Histoire des préfets

1 juillet 2015

La naissance des préfets

Les préfets

Au XVIIIème siècle, la France était organisée en une trentaine de généralités, dirigées chacune par un Intendant de justice, police et finances "de qui dépend le bonheur ou le malheur des provinces" écrivait alors l'écossais John Law (police s'employait alors au sens d'administration générale).
Circonscriptions financières à l'origine, les généralités avaient été créées par François 1er. Louis XIV et Louis XV les imposèrent aux dépens des vieilles divisions féodales.
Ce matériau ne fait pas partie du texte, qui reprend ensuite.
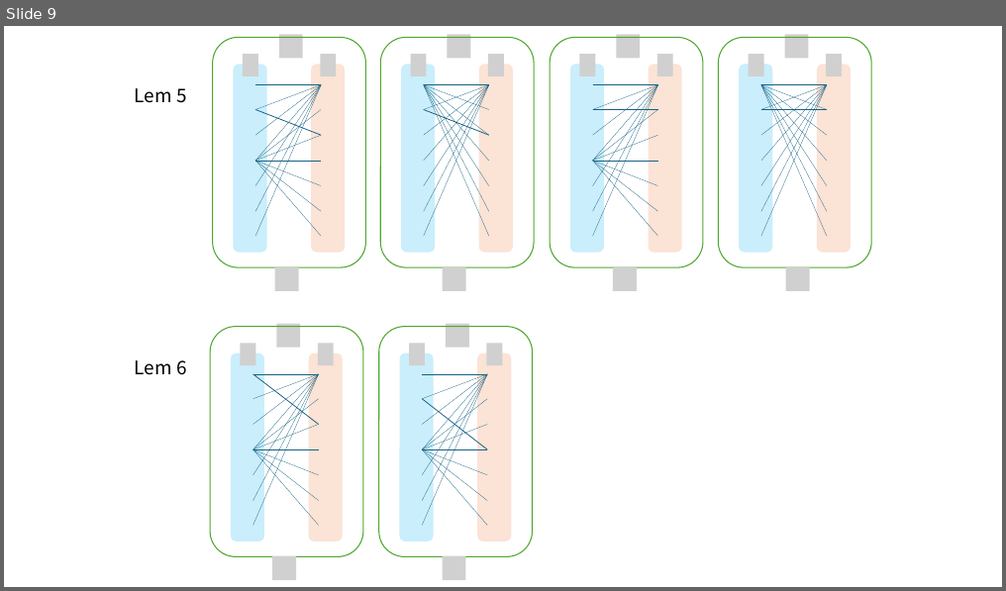
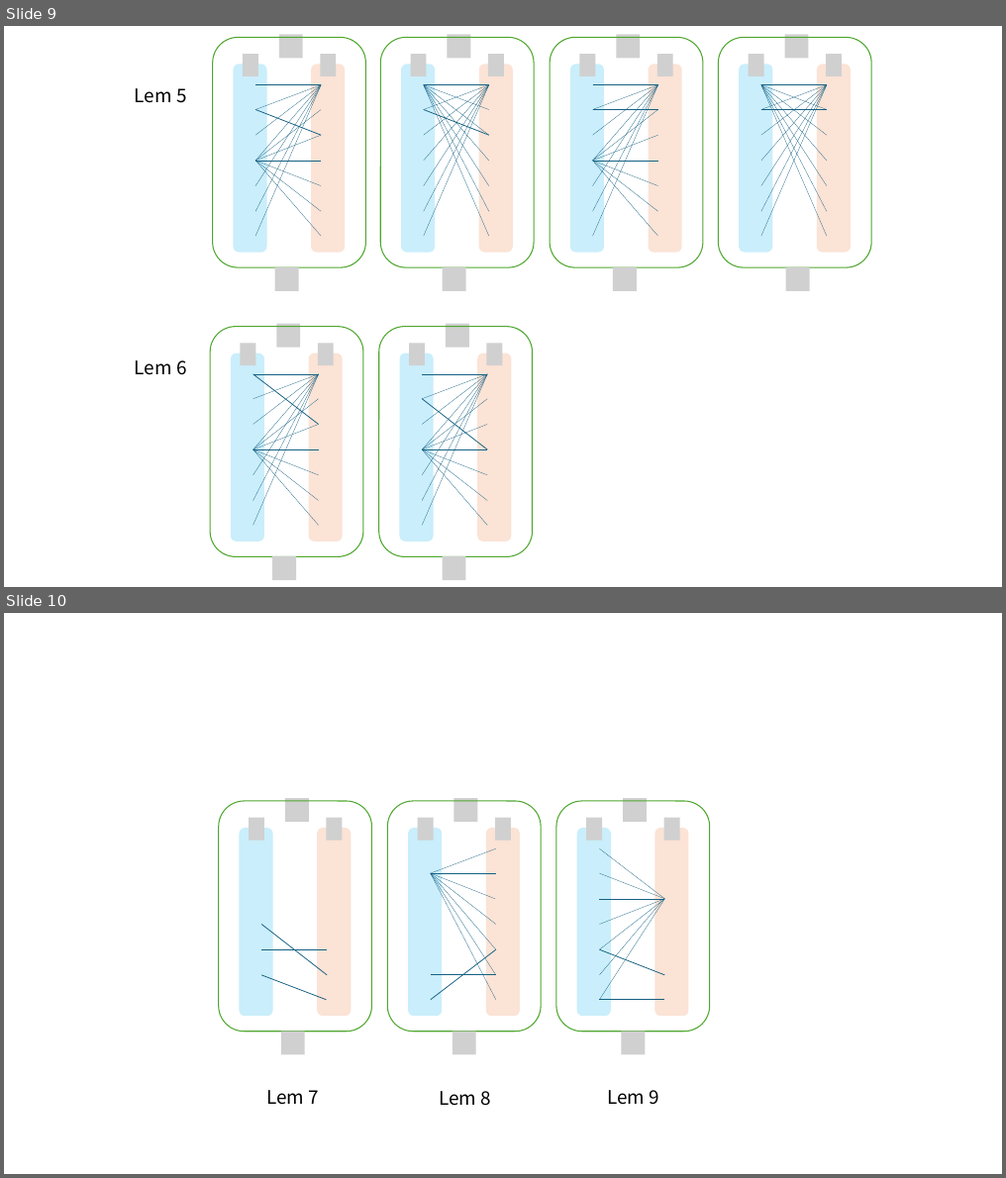
Before and after one commit to TomoyukiUchida/JournalofCompactnessofRP, a slide deck: IEICE_Rev/figs/Prop3_Fig.pptx. Shown one above the other, each under a label of ours: slide 9 before the commit, slides 9 and 10 after it. The pictures are 1006x591 and 1006x1178 pixels, drawn with LibreOffice and Linux fonts; fonts in the diff are those of the drawing; grey boxes stand for pictures; background and template pictures are left out. Boxes give left, top, right and bottom in pixels: in the first picture for what was removed or moved away, otherwise in the second. Text is boxed around its words. In the diff, an @@ line names an element or a change of style, - is before the commit and + after.

```diff
--- a/IEICE_Rev/figs/Prop3_Fig.pptx
+++ b/IEICE_Rev/figs/Prop3_Fig.pptx
@@ slide 10 added at [4, 613, 1002, 1174], background #FFFFFF @@
@@ group added at [219, 798, 710, 1056]: 21 lines, 12 pictures, 9 rounded rectangles @@
@@ text added at [266, 1090, 319, 1105], 18 pt, text #000000 @@
+Lem 7
@@ text added at [439, 1091, 490, 1106], 18 pt, text #000000 @@
+Lem 8
@@ text added at [607, 1090, 659, 1105], 18 pt, text #000000 @@
+Lem 9
```
Also in this commit, not shown: 3 other files.

Issus de la noblesse de robe, bourgeoisie anoblie, et choisis par le Roi parmi les maîtres de requête de son conseil, les Intendants ne dépendaient que de lui. L'Intendant était "le roi présent en la province". Agents zèlés de l'absolutisme royal, les Intendants réalisèrent l'unification administrative du pays, au prix de la réduction des libertés provinciales et municipales. Leur despotisme les rendit très impopulaires. Sous la pression de l'opinion publique, Louis XVI leur retira la plupart de leurs pouvoirs pour les donner aux assemblées provinciales instituées entre 1778 et 1787 dans la majorité des généralités. En 1789, les Cahiers de doléances réclamèrent leur disparition.

La création des départements

L'Assemblée nationale constituante supprima les Intendants le 22 décembre 1789 et, le 26 février 1790, divisa le royaume en 83 départements , de dimension et de richesse à peu près égales.
La taille modeste du département devait permettre à tout administré de se rendre au chef-lieu en une journée maximum. La départementalisation brisait les particularismes provinciaux et favorisait le sentiment national. L'administration départementale était composée d'un conseil général (l'assemblée délibérante), d'un directoire (l'exécutif), ainsi que d'un procureur général syndic, représentant le roi et chargé de faire appliquer les lois. Tous ses membres étaient élus par le collège restreint des électeurs du second degré, de riches propriétaires. L'administration départementale était placée sous la tutelle du roi, lequel pouvait annuler les actes et suspendre les administrateurs.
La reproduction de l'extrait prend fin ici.